* What the task asks *
The word "time" marks the lines to copy; find all of them in the entries below.

*** Opening of Entries shown ***

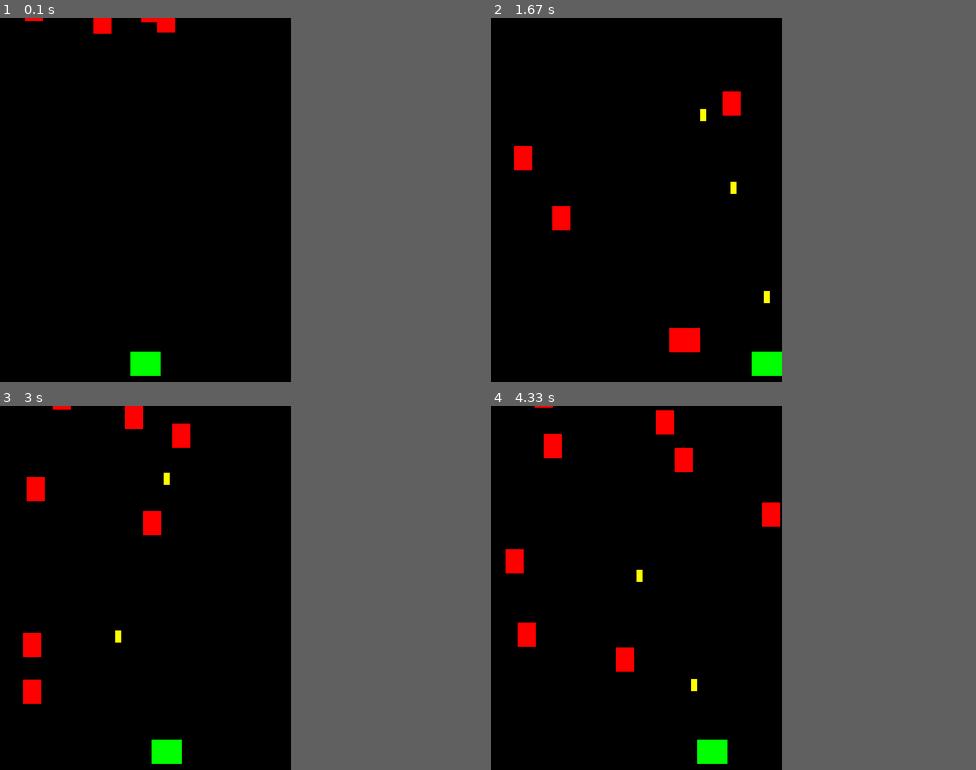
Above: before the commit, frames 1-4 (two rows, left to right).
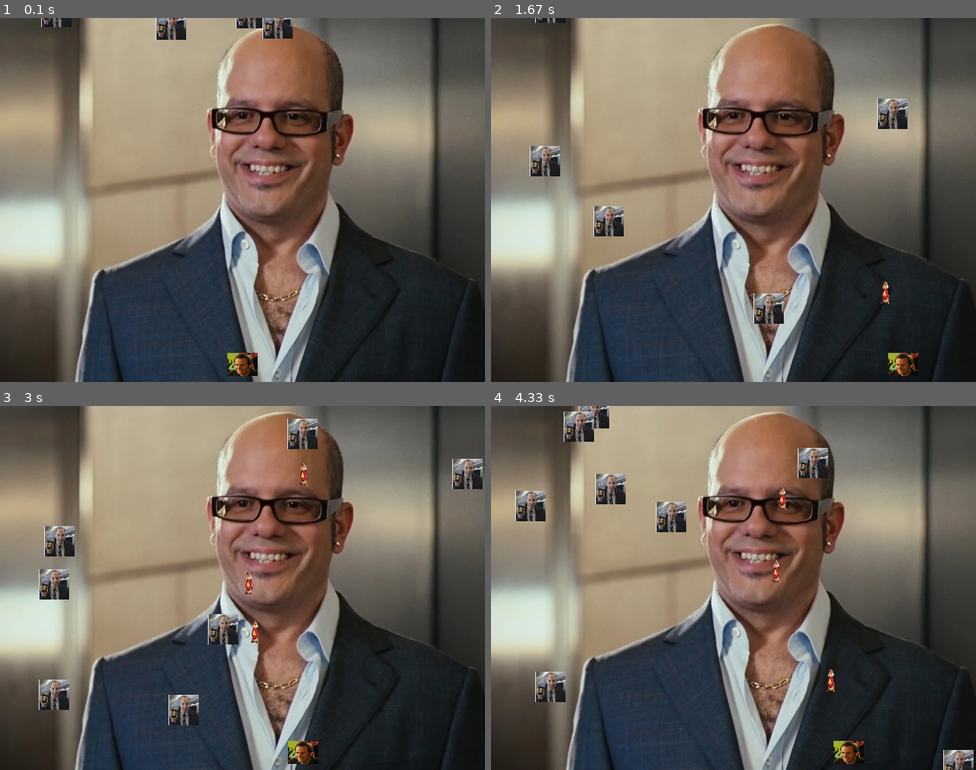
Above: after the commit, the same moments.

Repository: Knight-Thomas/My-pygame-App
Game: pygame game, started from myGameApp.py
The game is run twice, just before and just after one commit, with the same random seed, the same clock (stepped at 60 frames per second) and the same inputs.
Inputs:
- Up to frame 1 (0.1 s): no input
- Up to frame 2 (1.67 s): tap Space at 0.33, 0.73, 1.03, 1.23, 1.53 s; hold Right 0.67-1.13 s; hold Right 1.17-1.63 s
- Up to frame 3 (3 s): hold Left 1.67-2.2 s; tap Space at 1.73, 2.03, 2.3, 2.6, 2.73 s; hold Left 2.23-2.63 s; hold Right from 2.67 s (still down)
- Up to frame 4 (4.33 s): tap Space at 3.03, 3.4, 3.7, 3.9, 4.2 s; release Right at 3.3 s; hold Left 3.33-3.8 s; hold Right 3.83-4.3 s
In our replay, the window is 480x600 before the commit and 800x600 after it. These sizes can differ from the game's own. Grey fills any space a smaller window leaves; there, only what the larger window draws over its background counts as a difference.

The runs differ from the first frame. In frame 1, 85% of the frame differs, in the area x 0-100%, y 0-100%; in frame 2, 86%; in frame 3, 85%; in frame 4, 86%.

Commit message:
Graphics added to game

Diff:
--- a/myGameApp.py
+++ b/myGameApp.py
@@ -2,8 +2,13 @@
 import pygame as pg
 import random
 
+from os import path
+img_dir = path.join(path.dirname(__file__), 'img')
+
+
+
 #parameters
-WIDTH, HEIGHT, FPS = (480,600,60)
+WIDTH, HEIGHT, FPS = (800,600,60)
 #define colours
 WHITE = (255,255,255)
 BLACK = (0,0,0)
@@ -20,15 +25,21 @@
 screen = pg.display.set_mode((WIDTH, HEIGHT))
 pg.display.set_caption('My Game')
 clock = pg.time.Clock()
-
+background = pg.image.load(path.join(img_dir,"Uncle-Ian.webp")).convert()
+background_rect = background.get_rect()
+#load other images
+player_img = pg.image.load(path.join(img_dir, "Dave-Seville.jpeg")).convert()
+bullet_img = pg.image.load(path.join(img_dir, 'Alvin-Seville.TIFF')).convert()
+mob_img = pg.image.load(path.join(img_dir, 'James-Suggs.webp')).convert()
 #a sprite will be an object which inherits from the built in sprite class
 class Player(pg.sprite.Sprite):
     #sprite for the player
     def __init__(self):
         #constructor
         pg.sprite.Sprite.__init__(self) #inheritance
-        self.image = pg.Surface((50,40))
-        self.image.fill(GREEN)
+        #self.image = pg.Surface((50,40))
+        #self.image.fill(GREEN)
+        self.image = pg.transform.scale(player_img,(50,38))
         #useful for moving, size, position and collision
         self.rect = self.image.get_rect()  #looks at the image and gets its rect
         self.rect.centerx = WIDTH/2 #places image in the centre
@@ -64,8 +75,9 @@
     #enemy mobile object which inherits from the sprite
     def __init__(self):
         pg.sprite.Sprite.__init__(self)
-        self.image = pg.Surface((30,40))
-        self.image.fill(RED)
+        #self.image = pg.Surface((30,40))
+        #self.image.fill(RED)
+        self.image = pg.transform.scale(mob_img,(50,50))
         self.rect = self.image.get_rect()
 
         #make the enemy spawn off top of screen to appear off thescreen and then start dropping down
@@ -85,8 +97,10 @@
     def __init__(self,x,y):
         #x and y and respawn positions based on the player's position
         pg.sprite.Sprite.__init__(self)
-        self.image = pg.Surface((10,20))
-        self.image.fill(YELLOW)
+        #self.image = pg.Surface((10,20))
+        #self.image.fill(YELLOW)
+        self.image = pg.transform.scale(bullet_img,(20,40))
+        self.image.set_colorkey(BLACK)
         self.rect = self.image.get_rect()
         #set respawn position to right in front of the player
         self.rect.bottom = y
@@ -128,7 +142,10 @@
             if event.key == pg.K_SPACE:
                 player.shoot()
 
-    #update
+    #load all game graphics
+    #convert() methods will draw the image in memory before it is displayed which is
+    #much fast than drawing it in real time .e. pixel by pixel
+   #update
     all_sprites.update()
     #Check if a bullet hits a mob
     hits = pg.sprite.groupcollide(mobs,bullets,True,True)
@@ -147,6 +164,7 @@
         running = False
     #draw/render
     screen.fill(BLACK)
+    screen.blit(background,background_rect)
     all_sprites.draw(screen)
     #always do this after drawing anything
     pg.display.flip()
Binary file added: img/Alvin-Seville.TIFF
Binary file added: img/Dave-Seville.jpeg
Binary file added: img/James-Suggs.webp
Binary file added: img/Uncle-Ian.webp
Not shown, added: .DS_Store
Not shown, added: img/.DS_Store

*** Close of Entries shown ***

* Result below *
 clock = pg.time.Clock()
+    #much fast than drawing it in real time .e. pixel by pixel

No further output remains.